Group Three consists of the youth league in the group – Nyiragongo and Nyamuragira – which came into being only 20,000 years ago. These two are young and fearsome, highly active in their Volvanic Power Movement, and capable of putting on spectacular displays of devastating eruptions that leave death and destruction in their wake.

Nyamuragira, reputed to be Africa’s most active volcano, has belched its tongues of fire more than forty times in the last 130 years. Her most recent display of fiery power in November 2011 was said to have been its largest eruption in more than 100 years.

Nyiragongo, with her triple cone and thick forests, is perhaps the most dangerous in the range. She is literally located on the outskirts of Goma in the Congo Free State. Her recent eruptions have been spectacularly deadly, with more expected in the years ahead.
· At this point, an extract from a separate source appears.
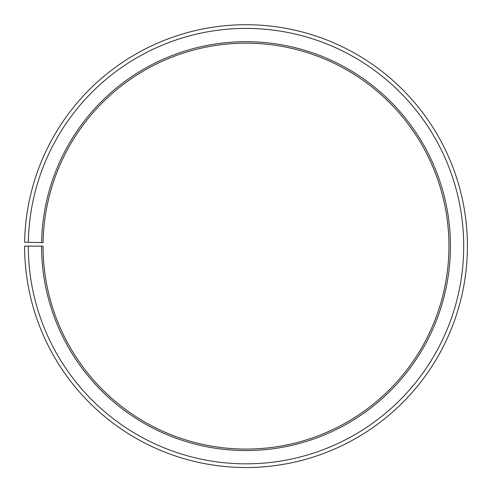 <?xml version="1.0" encoding="UTF-8"?>
<svg xmlns="http://www.w3.org/2000/svg" width="492" height="492" viewBox="0 0 492 492"><rect width="100%" height="100%" fill="white"/><g stroke="black" fill="none" stroke-linecap="round" stroke-linejoin="round"><path stroke-width="0.74" d="M448.95 246.123A202.95 202.95 0 0 0 247.771 43.179A202.95 202.95 0 0 0 43.081 242.581L41.605 242.55A204.426 204.426 0 0 1 247.783 41.703A204.426 204.426 0 0 1 450.426 246.123A204.426 204.426 0 0 1 246 450.549A204.426 204.426 0 0 1 41.574 246.123L43.05 246.123A202.95 202.95 0 0 0 246 449.073A202.95 202.95 0 0 0 448.95 246.123M28.321 242.322L24.631 242.255A221.4 221.4 0 0 1 247.931 24.729A221.4 221.4 0 0 1 467.4 246.123A221.4 221.4 0 0 1 246 467.523A221.4 221.4 0 0 1 24.6 246.123L28.29 246.123A217.71 217.71 0 0 0 246 463.833A217.71 217.71 0 0 0 463.71 246.123A217.71 217.71 0 0 0 247.9 28.419A217.71 217.71 0 0 0 28.321 242.322L41.605 242.55M28.29 246.123L41.574 246.123"/></g></svg>

Her anger is explained by a story that invites us to rethink our foolish ways. Legend has it that Gongo, a demon that once inhabited Ibirunga, decapitated his mother and threw her head into Lake Kivu. Nyiragongo, the headless mother of Gongo, has since periodically belched fire to demonstrate her rage and will not stop until she is reunited with her head.

People who know these things tell us that Nyiragongo’s Curse is not limited to periodic volcanic eruptions of the two youthful mountains. They say that the consequences of her Curse include the political lava beds upon which the celebrated economic achievements of some of the countries in her neighbourhood are built.

Nyiragongo is a headless woman mourning the loss of hope for her children – hundreds of millions of them – who are held hostage by rulers that continue to decapitate their people’s rights and freedoms and the robberies by self-styled pastors who are sucking the last bit of marrow from their hapless worshippers.

The volcanic eruptions of Nyamuragira and Nyiragongo may well go into retirement like their six older sisters. However, as long some of the rulers and their courtiers in the Great Lakes Region continue in the tradition of Gongo – changing constitutions for personal gain; igniting wars and chaos because of private arguments; robbing their impoverished people and sharing the loot with men and women from other continents; and turning their lands into armed camps of intolerant militias – the political and social eruptions will keep sweeping all in their wake.

Meanwhile, the eight volcanoes with keep their eyes focused on a region they inhabited many centuries before we were born. Our foolish pride in our mortal skins will continue to be a source of amusement for these beautiful mountains.